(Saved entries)
▶

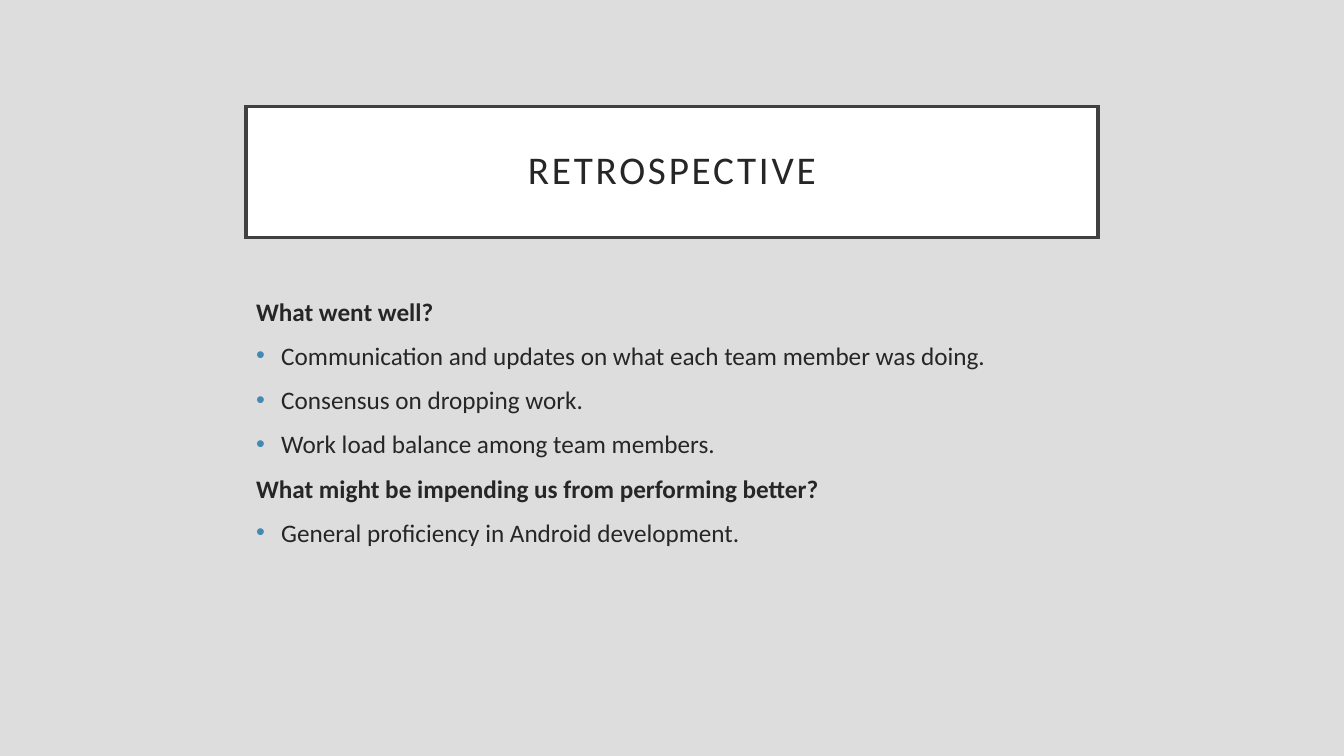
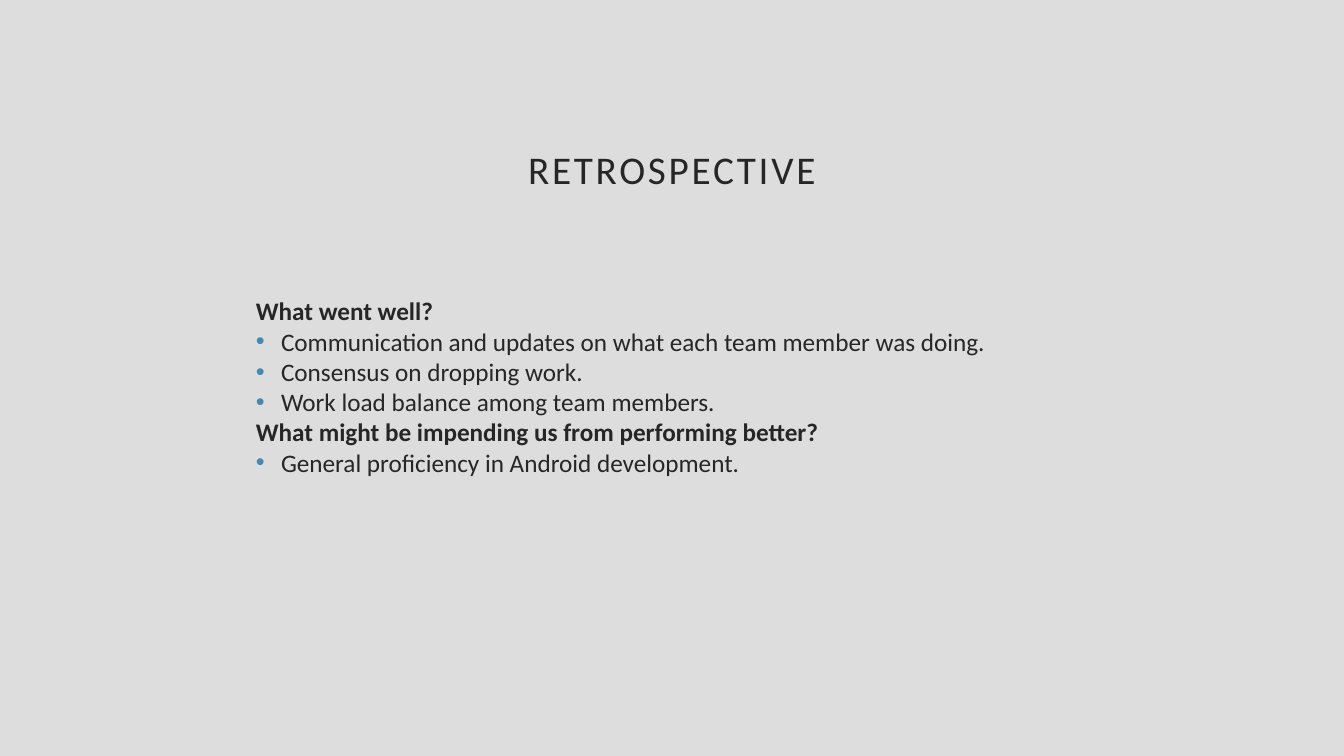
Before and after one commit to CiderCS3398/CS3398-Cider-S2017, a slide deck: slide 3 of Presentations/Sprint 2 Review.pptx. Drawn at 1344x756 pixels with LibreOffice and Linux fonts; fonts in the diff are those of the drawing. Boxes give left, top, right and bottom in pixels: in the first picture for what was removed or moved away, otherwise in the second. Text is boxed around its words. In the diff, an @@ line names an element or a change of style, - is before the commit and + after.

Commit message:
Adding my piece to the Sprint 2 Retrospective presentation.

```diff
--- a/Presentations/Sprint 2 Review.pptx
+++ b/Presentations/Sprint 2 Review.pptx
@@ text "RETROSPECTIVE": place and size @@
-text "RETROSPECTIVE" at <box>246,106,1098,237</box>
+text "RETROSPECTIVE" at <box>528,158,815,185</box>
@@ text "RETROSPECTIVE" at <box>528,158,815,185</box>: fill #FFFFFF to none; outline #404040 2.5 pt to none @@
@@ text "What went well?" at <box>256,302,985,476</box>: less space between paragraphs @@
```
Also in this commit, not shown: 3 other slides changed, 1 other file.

◀
▶

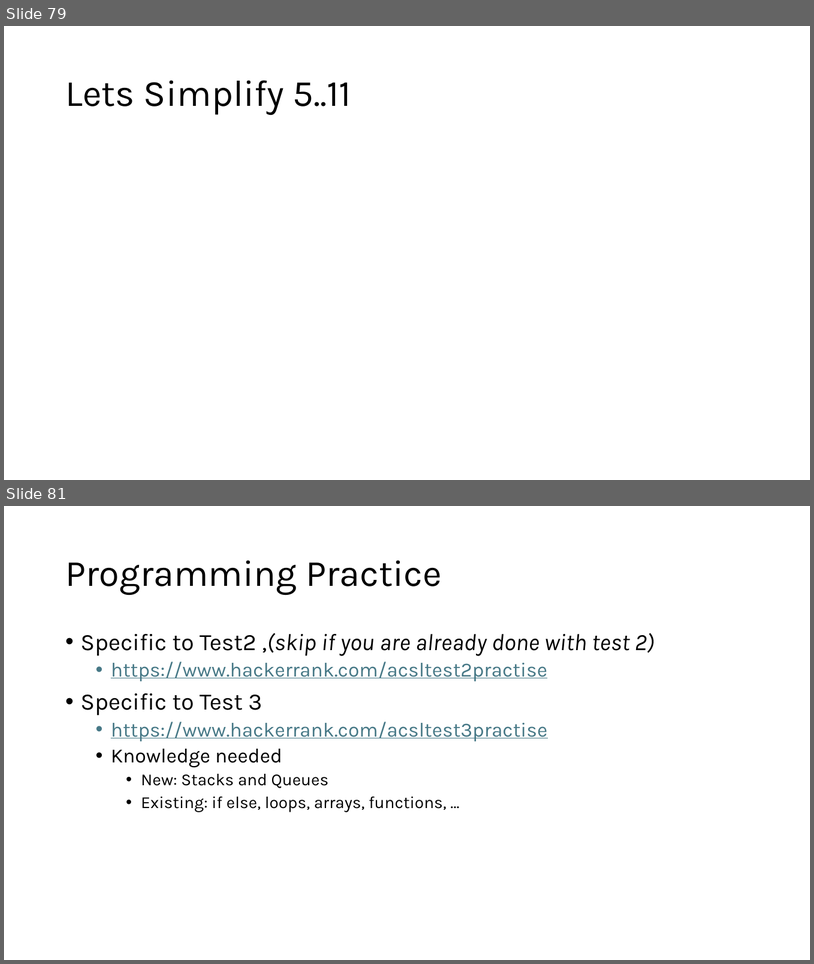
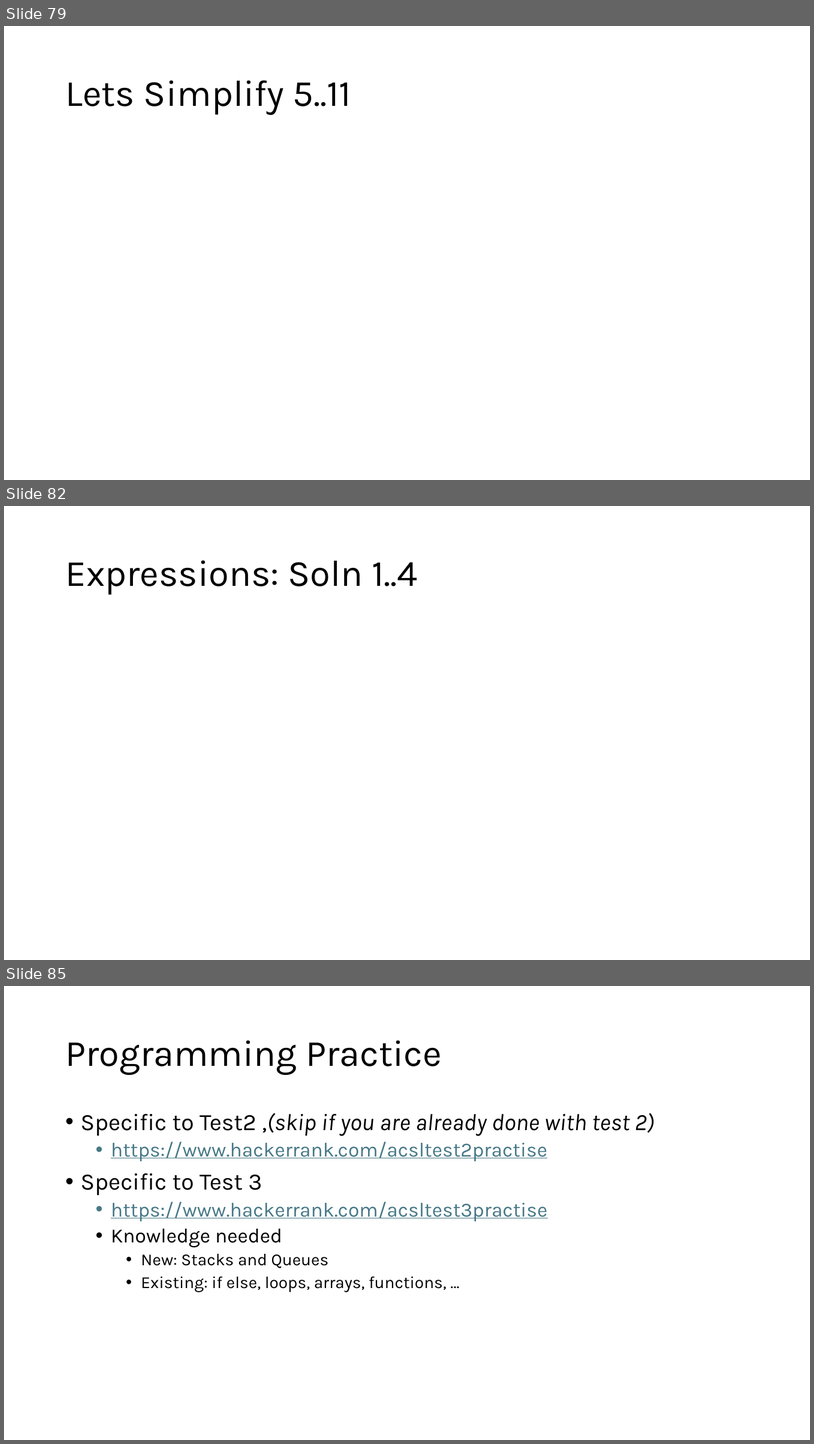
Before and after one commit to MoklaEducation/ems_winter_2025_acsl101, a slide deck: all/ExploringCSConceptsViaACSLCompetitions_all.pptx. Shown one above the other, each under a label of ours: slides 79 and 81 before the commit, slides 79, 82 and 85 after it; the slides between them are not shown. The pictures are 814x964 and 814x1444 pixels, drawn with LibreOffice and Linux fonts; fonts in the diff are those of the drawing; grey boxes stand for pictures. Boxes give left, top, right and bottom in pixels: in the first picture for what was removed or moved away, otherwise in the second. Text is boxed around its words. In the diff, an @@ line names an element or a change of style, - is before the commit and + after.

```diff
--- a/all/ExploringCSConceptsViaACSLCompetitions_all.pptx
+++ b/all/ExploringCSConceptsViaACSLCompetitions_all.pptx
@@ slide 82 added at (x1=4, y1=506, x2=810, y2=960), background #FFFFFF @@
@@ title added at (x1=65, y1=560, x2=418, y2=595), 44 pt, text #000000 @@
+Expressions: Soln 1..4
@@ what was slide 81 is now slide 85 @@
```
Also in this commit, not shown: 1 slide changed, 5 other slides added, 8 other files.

◀

* **Required work**: Starting at the line that contains "Before and after one commit to CiderCS3398/CS3398-Cider-S2017, a" and stopping after the line that contains "Also in this commit, not shown: 3", write out every line exactly as it appears above, and no other line.

* **Result for this exercise**:
Before and after one commit to CiderCS3398/CS3398-Cider-S2017, a slide deck: slide 3 of Presentations/Sprint 2 Review.pptx. Drawn at 1344x756 pixels with LibreOffice and Linux fonts; fonts in the diff are those of the drawing. Boxes give left, top, right and bottom in pixels: in the first picture for what was removed or moved away, otherwise in the second. Text is boxed around its words. In the diff, an @@ line names an element or a change of style, - is before the commit and + after.

Commit message:
Adding my piece to the Sprint 2 Retrospective presentation.

```diff
--- a/Presentations/Sprint 2 Review.pptx
+++ b/Presentations/Sprint 2 Review.pptx
@@ text "RETROSPECTIVE": place and size @@
-text "RETROSPECTIVE" at <box>246,106,1098,237</box>
+text "RETROSPECTIVE" at <box>528,158,815,185</box>
@@ text "RETROSPECTIVE" at <box>528,158,815,185</box>: fill #FFFFFF to none; outline #404040 2.5 pt to none @@
@@ text "What went well?" at <box>256,302,985,476</box>: less space between paragraphs @@
```
Also in this commit, not shown: 3 other slides changed, 1 other file.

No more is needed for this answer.